ECLI:NL:HR:2022:352

Hoge Raad

Datum uitspraak
11 maart 2022
Publicatiedatum
10 maart 2022
Zaaknummer
21/04423
Instantie
Hoge Raad
Type
Uitspraak
Rechtsgebied
Bestuursrecht; Belastingrecht
Procedures
  • Herziening
Vindplaatsen
  • Rechtspraak.nl
AI samenvatting door LexboostAutomatisch gegenereerd

Verzoek om herziening van een eerder arrest in belastingzaak

In deze zaak heeft de Hoge Raad der Nederlanden op 11 maart 2022 uitspraak gedaan over een verzoek om herziening van een eerder arrest. Het verzoek was ingediend door [X] te [Z], hierna aangeduid als belanghebbende.
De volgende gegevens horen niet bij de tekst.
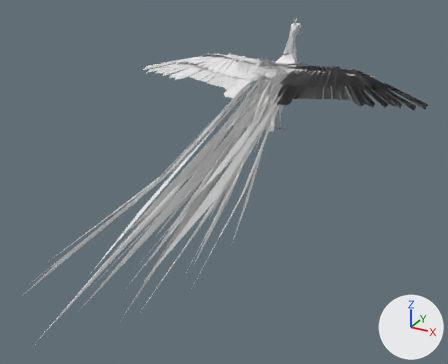
Two versions of the OBJ model static/models/gltf/peacock.obj, one commit apart.
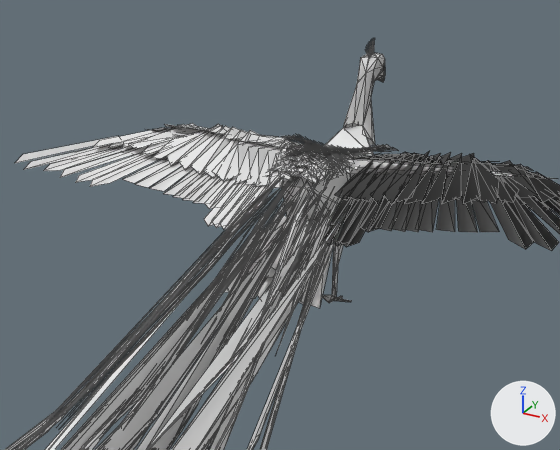
The first picture shows the older version from a 50 mm camera at (378.0, -750.0, 249.0) aimed at (35.0, -126.0, -62.0). The close-ups show both versions on the part from 30% to 84% of the width and 0% to 53% of the height of that picture. Arrows for +X, +Y and +Z are at lower right; the lights stay in place. The close-ups show mesh edges as thin lines. Where no turn or scale is listed for an object, it has been applied to the vertices. Vertices at the same position are counted once.

Names of what the first close-up shows: 'E0102A073.001'.
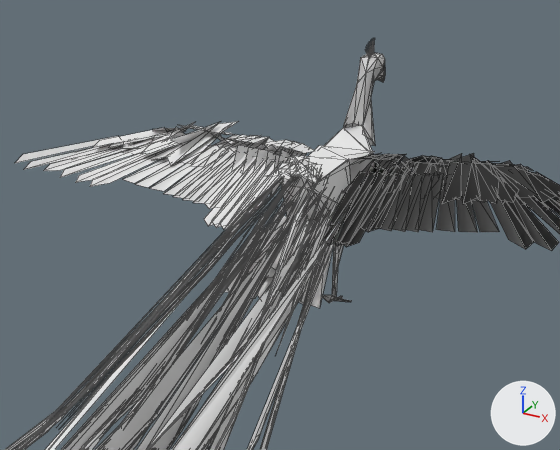
The change, as a diff of the scene's bpy script:
```diff
--- a/static/models/gltf/peacock.obj.py
+++ b/static/models/gltf/peacock.obj.py
@@ me_e0102a073_001 @@
 # used by ob_e0102a073_001; location = (0.0, 0.0, 0.0)
-me_e0102a073_001.from_pydata(...)  # 2820 vertices, 1713 faces, 150 loose edges; spans x -222.0..231.0, y -423.0..178.0, z -145.0..99.0
+me_e0102a073_001.from_pydata(...)  # 2513 vertices, 1295 faces, 548 loose edges; spans x -222.0..231.0, y -423.0..178.0, z -145.0..99.0
+# me_e0102a073_001 part 1: 9 loose pieces with 34 vertices, spanning x -137.0..13.0, y 39.0..114.0, z 19.0..42.0, are deleted
+# me_e0102a073_001 part 2: 11 vertices moved within x -2.0..36.0, y 50.0..115.0, z 32.0..41.0; 773 vertices removed from x -140.0..150.0, y 39.0..121.0, z -55.0..44.0; 500 vertices added at x -129.0..139.0, y 38.0..151.0, z -39.0..51.0
 me_e0102a073_001.materials.append(mat_standard_13)
```

Location of each change, [x1, y1, x2, y2] in pixels of the close-ups (560 x 450 px; the box of a moved part takes in the faces that stretch with it):
part 1 of me_e0102a073_001, deleted: before [129, 123, 323, 178]
part 2 of me_e0102a073_001, moved or reshaped: before [122, 124, 554, 299]; after [122, 121, 560, 298]

Het verzoek om herziening betrof het arrest van de Hoge Raad van 22 oktober 2021, nummer 20/02529, ECLI:NL:HR:2021:1585. De griffier van de Hoge Raad heeft belanghebbende op 1 december 2021 gewezen op de verplichting tot betaling van griffierecht en een termijn van vier weken gesteld voor deze betaling. De brief is afgeleverd op het door belanghebbende opgegeven adres, maar het griffierecht is niet voldaan. Op 30 december 2021 heeft de griffier belanghebbende opnieuw de gelegenheid gegeven om te verklaren waarom het griffierecht niet was betaald, maar belanghebbende heeft van deze gelegenheid geen gebruik gemaakt. Hierdoor heeft de Hoge Raad geoordeeld dat het verzoek om herziening niet-ontvankelijk moet worden verklaard, op basis van artikel 8:41, lid 6, van de Algemene wet bestuursrecht (Awb), in samenhang met artikel 29 van de Algemene wet inzake rijksbelastingen (AWR) en artikel 8:119, lid 2, Awb. De Hoge Raad heeft geen aanleiding gezien voor een veroordeling in de proceskosten. Het arrest is openbaar uitgesproken op 11 maart 2022.

Uitspraak

HOGE RAAD DER NEDERLANDEN
BELASTINGKAMER
Nummer21/04423
Datum11 maart 2022
ARREST
in de zaak van
[X] te [Z] (hierna: belanghebbende)
op het verzoek om herziening van het arrest van de Hoge Raad der Nederlanden van 22 oktober 2021, nr. 20/02529, ECLI:NL:HR:2021:1585.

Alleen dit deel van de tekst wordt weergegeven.